The new wrinkle to influence these factors in 2019 was the Supreme Court’s ruling in 2018 in Epic Systems. Overall case filing numbers were down. This reflects that lawsuits moved out of the court system and into arbitration at greater rates than ever before. The bottom line is that the most effective tool to defeating class action litigation is to avoid lawsuits altogether (where plaintiffs’ lawyers voluntarily agree to proceed to arbitration) or to win a motion to compel arbitration before a certification motion is ever litigated.
Lessons From 2019
There are multiple lessons to be drawn from these trends in 2019.
First, while the Wal-Mart ruling undoubtedly heightened commonality standards under Rule 23(a)(2) starting in 2011, and the Comcast decision tightened the predominance factors at least for damages under Rule 23(b) in 2013, the plaintiffs’ bar has crafted theories and “work arounds” to maintain or increase their chances of successfully securing certification orders in ERISA, wage & hour, and employment discrimination lawsuits. In 2019, their certification conversion rate for ERISA and employment discrimination cases was 65% and 64% respectively, while wage & hour cases showed an 81% conversion rate. This was the highest conversion rate ever for FLSA and employment discrimination cases.

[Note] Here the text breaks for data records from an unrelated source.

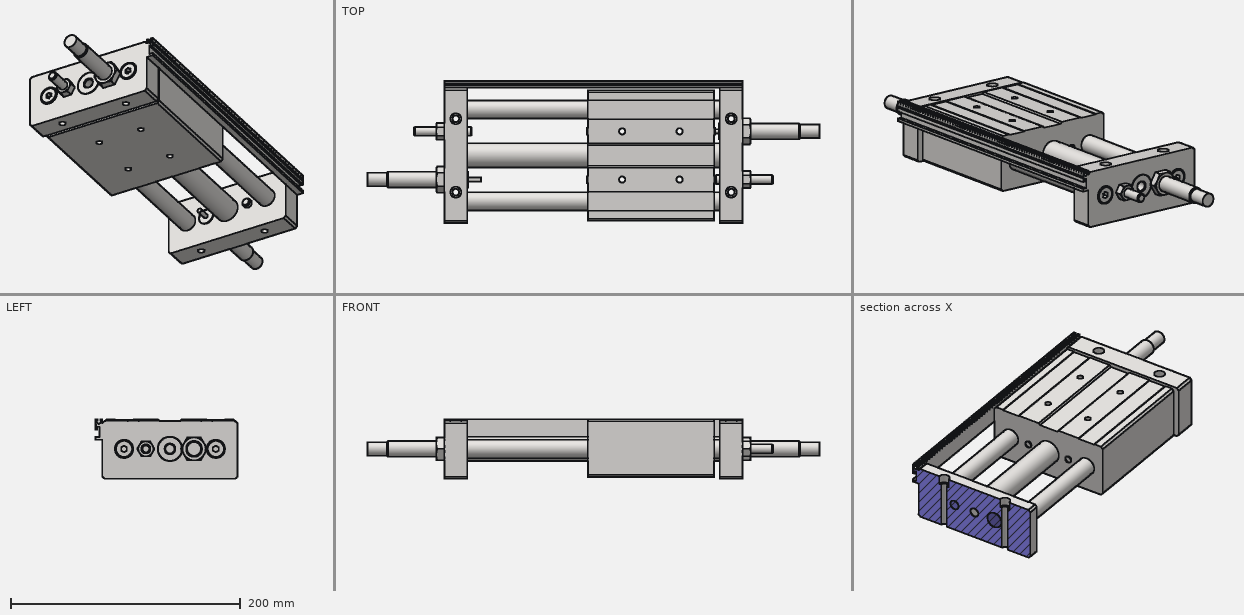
import cadquery as cq
import math

FRAME_LENGTH = 260.0
PLATE_THICKNESS = 20.0
PLATE_WIDTH = 118.0
PLATE_HEIGHT = 50.5
PLATE_CHAMFER = 2.0
AXIS_HEIGHT = 26.1
PLATE_OUTER_X = FRAME_LENGTH / 2
PLATE_INNER_X = PLATE_OUTER_X - PLATE_THICKNESS

CENTRE_ROD_DIAMETER = 21.4
GUIDE_ROD_DIAMETER = 16.0
GUIDE_ROD_Y = 40.0
CENTRE_ROD_CHAMFER = 0.3
GUIDE_ROD_CHAMFER = 1.0
GUIDE_SOCKET_ACROSS_FLATS = 5.0
GUIDE_SOCKET_DEPTH = 5.0
PORT_MOUTH_DIAMETER = 9.5
PORT_DIAMETER = 8.0
PORT_DEPTH = 10.0

MOUNT_HOLE_Y = 32.0
MOUNT_HOLE_DIAMETER = 5.7
MOUNT_BORE_DIAMETER = 9.5
MOUNT_BORE_DEPTH = 8.0

RAIL_WIDTH = 6.0
RAIL_TOP = 52.0
RAIL_BOTTOM = 34.0
RAIL_WEB = 2.5
RAIL_FLANGE = 2.5
TOP_SLOT_WALL = 1.0
TOP_SLOT_LIP = 1.2
TOP_SLOT_OUTER_LIP_WIDTH = 2.2
TOP_SLOT_INNER_LIP_WIDTH = 1.8
TOP_SLOT_SHOULDER_DEPTH = 2.5
TOP_SLOT_DEPTH = 4.2
SIDE_NOTCH_DEPTH = 0.8
SIDE_SLOT_ROOF_DEPTH = 6.8
SIDE_SLOT_LIP_HEIGHT = 2.4
SIDE_SLOT_LIP_WIDTH = 1.8

TABLE_LENGTH = 110.0
TABLE_CENTRE_X = 50.0
TABLE_WIDTH = 114.0
TABLE_BOTTOM = 1.5
TABLE_TOP = 52.0
TABLE_CHAMFER = 2.0
CENTRE_GROOVE_WIDTH = 21.0
CENTRE_GROOVE_DEPTH = 1.5
SIDE_GROOVE_INNER_Y = 31.5
SIDE_GROOVE_OUTER_Y = 48.0
SIDE_GROOVE_DEPTH = 0.5
TABLE_HOLE_DIAMETER = 5.2
TABLE_HOLE_SPACING = 50.0
PAD_DIAMETER = 6.0
PAD_HEIGHT = 1.0

STOP_Y = 21.0
PAD_FACE_X = TABLE_CENTRE_X + TABLE_LENGTH / 2 + PAD_HEIGHT
SHOCK_DIAMETER = 14.0
SHOCK_END_X = 197.0
SHOCK_STEP_X = 180.0
SHOCK_END_DIAMETER = 12.0
SHOCK_CHAMFER = 1.0
SHOCK_INNER_X = PLATE_INNER_X - 1.0
PISTON_DIAMETER = 4.0
LEFT_PISTON_TIP_X = 98.0
SHOCK_NUT_ACROSS_FLATS = 20.0
SCREW_DIAMETER = 8.0
SCREW_END_X = 156.5
SCREW_CHAMFER = 1.0
SCREW_NUT_ACROSS_FLATS = 13.0
NUT_THICKNESS = 7.0


def x_cylinder(diameter, x_start, x_end, y):
    """Cylinder parallel to X at the height of the rod axes."""
    base = cq.Workplane("YZ", origin=(x_start, y, AXIS_HEIGHT))
    return base.circle(diameter / 2).extrude(x_end - x_start)


def hexagon(across_flats, x_start, x_end, y, turn=0):
    """Hexagonal prism along X with flats facing up and down, turned by an angle in degrees."""
    base = cq.Workplane("YZ", origin=(x_start, y, AXIS_HEIGHT)).transformed(rotate=(0, 0, turn))
    return base.polygon(6, across_flats / math.cos(math.pi / 6)).extrude(x_end - x_start)


def outer_face(side):
    """Selector of the face that looks away from the middle of the unit."""
    return ">X" if side > 0 else "<X"


def end_plate(side):
    centre_x = side * (PLATE_OUTER_X - PLATE_THICKNESS / 2)
    plate = cq.Workplane("XY").box(PLATE_THICKNESS, PLATE_WIDTH, PLATE_HEIGHT, centered=(True, True, False))
    return plate.edges("|X").chamfer(PLATE_CHAMFER).translate((centre_x, 0, 0))


def rail():
    """Profile with a V-bottomed slot on top, a small V notch and a C-shaped slot on its outer side."""
    inner_y = PLATE_WIDTH / 2
    outer_y = inner_y + RAIL_WIDTH
    web_y = inner_y + RAIL_WEB
    flange_z = RAIL_BOTTOM + RAIL_FLANGE
    roof_z = RAIL_TOP - SIDE_SLOT_ROOF_DEPTH
    hook_y = outer_y - SIDE_SLOT_LIP_WIDTH
    hook_z = roof_z - SIDE_SLOT_LIP_HEIGHT
    lip_z = RAIL_TOP - TOP_SLOT_LIP
    shoulder_z = RAIL_TOP - TOP_SLOT_SHOULDER_DEPTH
    slot_floor_z = RAIL_TOP - TOP_SLOT_DEPTH
    outer_wall_y = outer_y - TOP_SLOT_WALL
    inner_wall_y = inner_y + TOP_SLOT_WALL
    outer_lip_y = outer_y - TOP_SLOT_OUTER_LIP_WIDTH
    inner_lip_y = inner_y + TOP_SLOT_INNER_LIP_WIDTH

    side_slot = [
        (inner_y, RAIL_BOTTOM), (outer_y, RAIL_BOTTOM), (outer_y, flange_z), (web_y, flange_z),
        (web_y, roof_z), (hook_y, roof_z), (hook_y, hook_z), (outer_y, hook_z),
    ]
    side_notch = [
        (outer_y, slot_floor_z - 2 * SIDE_NOTCH_DEPTH),
        (outer_y - SIDE_NOTCH_DEPTH, slot_floor_z - SIDE_NOTCH_DEPTH),
        (outer_y, slot_floor_z),
    ]
    top_slot = [
        (outer_y, RAIL_TOP), (outer_lip_y, RAIL_TOP), (outer_lip_y, lip_z), (outer_wall_y, lip_z),
        (outer_wall_y, shoulder_z), ((inner_y + outer_y) / 2, slot_floor_z), (inner_wall_y, shoulder_z),
        (inner_wall_y, lip_z), (inner_lip_y, lip_z), (inner_lip_y, RAIL_TOP), (inner_y, RAIL_TOP),
    ]
    base = cq.Workplane("YZ", origin=(-PLATE_OUTER_X, 0, 0))
    return base.polyline(side_slot + side_notch + top_slot).close().extrude(FRAME_LENGTH)


def rod_end_groove(diameter, size, side, y):
    """V groove left in the plate face around the chamfered end of a rod."""
    end_x = side * PLATE_OUTER_X
    slug = x_cylinder(diameter, end_x, end_x - side * size, y)
    cone = cq.Workplane("YZ", origin=(end_x - side * size, y, AXIS_HEIGHT)).circle(diameter / 2)
    cone = cone.workplane(offset=side * size).circle(diameter / 2 - size).loft()
    return slug.cut(cone)


def port(side):
    """Countersunk air port in the end of the centre rod."""
    end_x = side * PLATE_OUTER_X
    countersink = (PORT_MOUTH_DIAMETER - PORT_DIAMETER) / 2
    mouth = cq.Workplane("YZ", origin=(end_x, 0, AXIS_HEIGHT)).circle(PORT_MOUTH_DIAMETER / 2)
    mouth = mouth.workplane(offset=-side * countersink).circle(PORT_DIAMETER / 2).loft()
    return mouth.union(x_cylinder(PORT_DIAMETER, end_x, end_x - side * PORT_DEPTH, 0))


def build_frame():
    frame = end_plate(-1).union(end_plate(1)).union(rail())
    frame = frame.union(x_cylinder(CENTRE_ROD_DIAMETER, -PLATE_OUTER_X, PLATE_OUTER_X, 0))
    for y in (-GUIDE_ROD_Y, GUIDE_ROD_Y):
        frame = frame.union(x_cylinder(GUIDE_ROD_DIAMETER, -PLATE_OUTER_X, PLATE_OUTER_X, y))

    for side in (-1, 1):
        frame = frame.cut(rod_end_groove(CENTRE_ROD_DIAMETER, CENTRE_ROD_CHAMFER, side, 0))
        frame = frame.cut(port(side))
        for y in (-GUIDE_ROD_Y, GUIDE_ROD_Y):
            frame = frame.cut(rod_end_groove(GUIDE_ROD_DIAMETER, GUIDE_ROD_CHAMFER, side, y))
            socket_floor_x = side * (PLATE_OUTER_X - GUIDE_SOCKET_DEPTH)
            socket = hexagon(GUIDE_SOCKET_ACROSS_FLATS, socket_floor_x, side * PLATE_OUTER_X, y, turn=90)
            frame = frame.cut(socket)
        inner_x = side * PLATE_INNER_X
        outer_x = side * PLATE_OUTER_X
        frame = frame.cut(x_cylinder(SHOCK_DIAMETER, inner_x, outer_x, side * STOP_Y))
        frame = frame.cut(x_cylinder(SCREW_DIAMETER, inner_x, outer_x, -side * STOP_Y))

    plate_x = PLATE_OUTER_X - PLATE_THICKNESS / 2
    mounts = cq.Workplane("XY", origin=(0, 0, PLATE_HEIGHT))
    mounts = mounts.rarray(2 * plate_x, 2 * MOUNT_HOLE_Y, 2, 2)
    frame = frame.cut(mounts.circle(MOUNT_HOLE_DIAMETER / 2).extrude(-PLATE_HEIGHT))
    return frame.cut(mounts.circle(MOUNT_BORE_DIAMETER / 2).extrude(-MOUNT_BORE_DEPTH))


def build_table():
    table_height = TABLE_TOP - TABLE_BOTTOM
    start_x = TABLE_CENTRE_X - TABLE_LENGTH / 2
    end_x = TABLE_CENTRE_X + TABLE_LENGTH / 2
    table = cq.Workplane("XY").box(TABLE_LENGTH, TABLE_WIDTH, table_height, centered=(True, True, False))
    table = table.edges("|X").chamfer(TABLE_CHAMFER).translate((TABLE_CENTRE_X, 0, TABLE_BOTTOM))

    half_top = CENTRE_GROOVE_WIDTH / 2
    half_floor = half_top - CENTRE_GROOVE_DEPTH
    floor_z = TABLE_TOP - CENTRE_GROOVE_DEPTH
    groove = cq.Workplane("YZ", origin=(start_x, 0, 0)).polyline(
        [(-half_top, TABLE_TOP), (-half_floor, floor_z), (half_floor, floor_z), (half_top, TABLE_TOP)]
    )
    table = table.cut(groove.close().extrude(TABLE_LENGTH))
    side_groove_y = (SIDE_GROOVE_INNER_Y + SIDE_GROOVE_OUTER_Y) / 2
    side_grooves = cq.Workplane("XY", origin=(TABLE_CENTRE_X, 0, TABLE_TOP))
    side_grooves = side_grooves.pushPoints([(0, -side_groove_y), (0, side_groove_y)])
    side_grooves = side_grooves.rect(TABLE_LENGTH, SIDE_GROOVE_OUTER_Y - SIDE_GROOVE_INNER_Y)
    table = table.cut(side_grooves.extrude(-SIDE_GROOVE_DEPTH))

    table = table.cut(x_cylinder(CENTRE_ROD_DIAMETER, start_x, end_x, 0))
    for y in (-GUIDE_ROD_Y, GUIDE_ROD_Y):
        table = table.cut(x_cylinder(GUIDE_ROD_DIAMETER, start_x, end_x, y))
    holes = cq.Workplane("XY", origin=(TABLE_CENTRE_X, 0, TABLE_BOTTOM))
    holes = holes.rarray(TABLE_HOLE_SPACING, 2 * STOP_Y, 2, 2).circle(TABLE_HOLE_DIAMETER / 2)
    table = table.cut(holes.extrude(table_height))

    for y in (-STOP_Y, STOP_Y):
        table = table.union(x_cylinder(PAD_DIAMETER, start_x - PAD_HEIGHT, start_x, y))
        table = table.union(x_cylinder(PAD_DIAMETER, end_x, end_x + PAD_HEIGHT, y))
    return table


def nut(across_flats, side, y):
    """Hexagon nut against the plate, its outer corners bevelled at 30 degrees."""
    seat_x = side * PLATE_OUTER_X
    outer_x = seat_x + side * NUT_THICKNESS
    prism = hexagon(across_flats, seat_x, outer_x, y)
    across_corners = across_flats / math.cos(math.pi / 6)
    bevel_width = (across_corners - across_flats) / 2
    envelope = x_cylinder(across_corners, seat_x, outer_x, y)
    outer_edge = envelope.faces(outer_face(side)).edges()
    return prism.intersect(outer_edge.chamfer(bevel_width * math.tan(math.pi / 6), bevel_width))


def build_shock(side, piston_tip_x):
    y = side * STOP_Y
    body = x_cylinder(SHOCK_DIAMETER, side * SHOCK_INNER_X, side * SHOCK_STEP_X, y)
    body = body.faces(outer_face(side)).chamfer(SHOCK_CHAMFER)
    body = body.union(x_cylinder(SHOCK_END_DIAMETER, side * SHOCK_STEP_X, side * SHOCK_END_X, y))
    body = body.union(x_cylinder(PISTON_DIAMETER, side * piston_tip_x, side * SHOCK_INNER_X, y))
    return body.union(nut(SHOCK_NUT_ACROSS_FLATS, side, y))


def build_stop_screw(side):
    y = -side * STOP_Y
    screw = x_cylinder(SCREW_DIAMETER, side * PAD_FACE_X, side * SCREW_END_X, y)
    screw = screw.faces("<X or >X").chamfer(SCREW_CHAMFER)
    return screw.union(nut(SCREW_NUT_ACROSS_FLATS, side, y))


frame = build_frame()
table = build_table()
shocks = [build_shock(-1, LEFT_PISTON_TIP_X), build_shock(1, PAD_FACE_X)]
stop_screws = [build_stop_screw(side) for side in (-1, 1)]

result = cq.Compound.makeCompound([body.val() for body in [frame, table, *shocks, *stop_screws]])

Second, the defense-minded decisions in Wal-Mart and Comcast have not taken hold in any significant respect in the context of FLSA certification decisions for wage & hour cases. Efforts by the defense bar to use the commonality standards from Wal-Mart and the predominance analysis from Comcast have not impacted the ability of the plaintiffs’ bar to secure first-stage conditional certification orders under 29 U.S.C. § 216(b). If anything, the ruling three years ago in Tyson Foods has made certification prospects even easier for plaintiffs in the wage & hour space, insofar as conditional certification motions are concerned. The conversion rate of successful certification motions hit an all-time high of 81% in 2019, which further confirms this evolution of the case law in this space.
Third, while monetary relief in a Rule 23(b)(2) context is severely limited, certification is the “holy grail” in class action litigation, and certification of any type of class – even a non-monetary injunctive relief class claim – often drives settlement decisions. This is especially true for employment discrimination and ERISA class actions, as plaintiffs’ lawyers can recover awards of attorneys’ fees under fee-shifting statutes in an employment litigation context. In this respect, the plaintiffs’ bar is nothing if not ingenuous, and targeted certification theories (e.g., issue certification on a limited discrete aspect of a case) are the new norm in federal and state courthouses.
Fourth, during the certification stage, courts are more willing than ever before to assess facts that overlap with both certification and merits issues, and to apply a more practical assessment of the Rule 23(b) requirement of predominance, which focuses on the utility and superiority of a preclusive class-wide trial of common issues. Courts are also more willing to apply a heightened degree of scrutiny to expert opinions offered to establish proof of the Rule 23 requirements.
Finally, employers now have an effective weapon to short-circuit the decision points for class action exposure through use of mandatory workplace arbitration agreements. Based on the Epic Systems ruling, a class waiver in an arbitration agreement is now an effective first-line defense to class-based litigation. Throughout 2019, employers used arbitration defenses to fracture class actions and convert them into individual, bi-lateral arbitration proceedings.
In sum, notwithstanding these shifts in proof standards and the contours of judicial decision-making, the likelihood of class certification rulings favoring plaintiffs are not only “alive and well” in the post-Wal-Mart and post-Comcast era, but also thriving.
The battle ground is likely to shift in the coming years, as employers may create a bulwark against such class-based claims based on the Epic Systems ruling.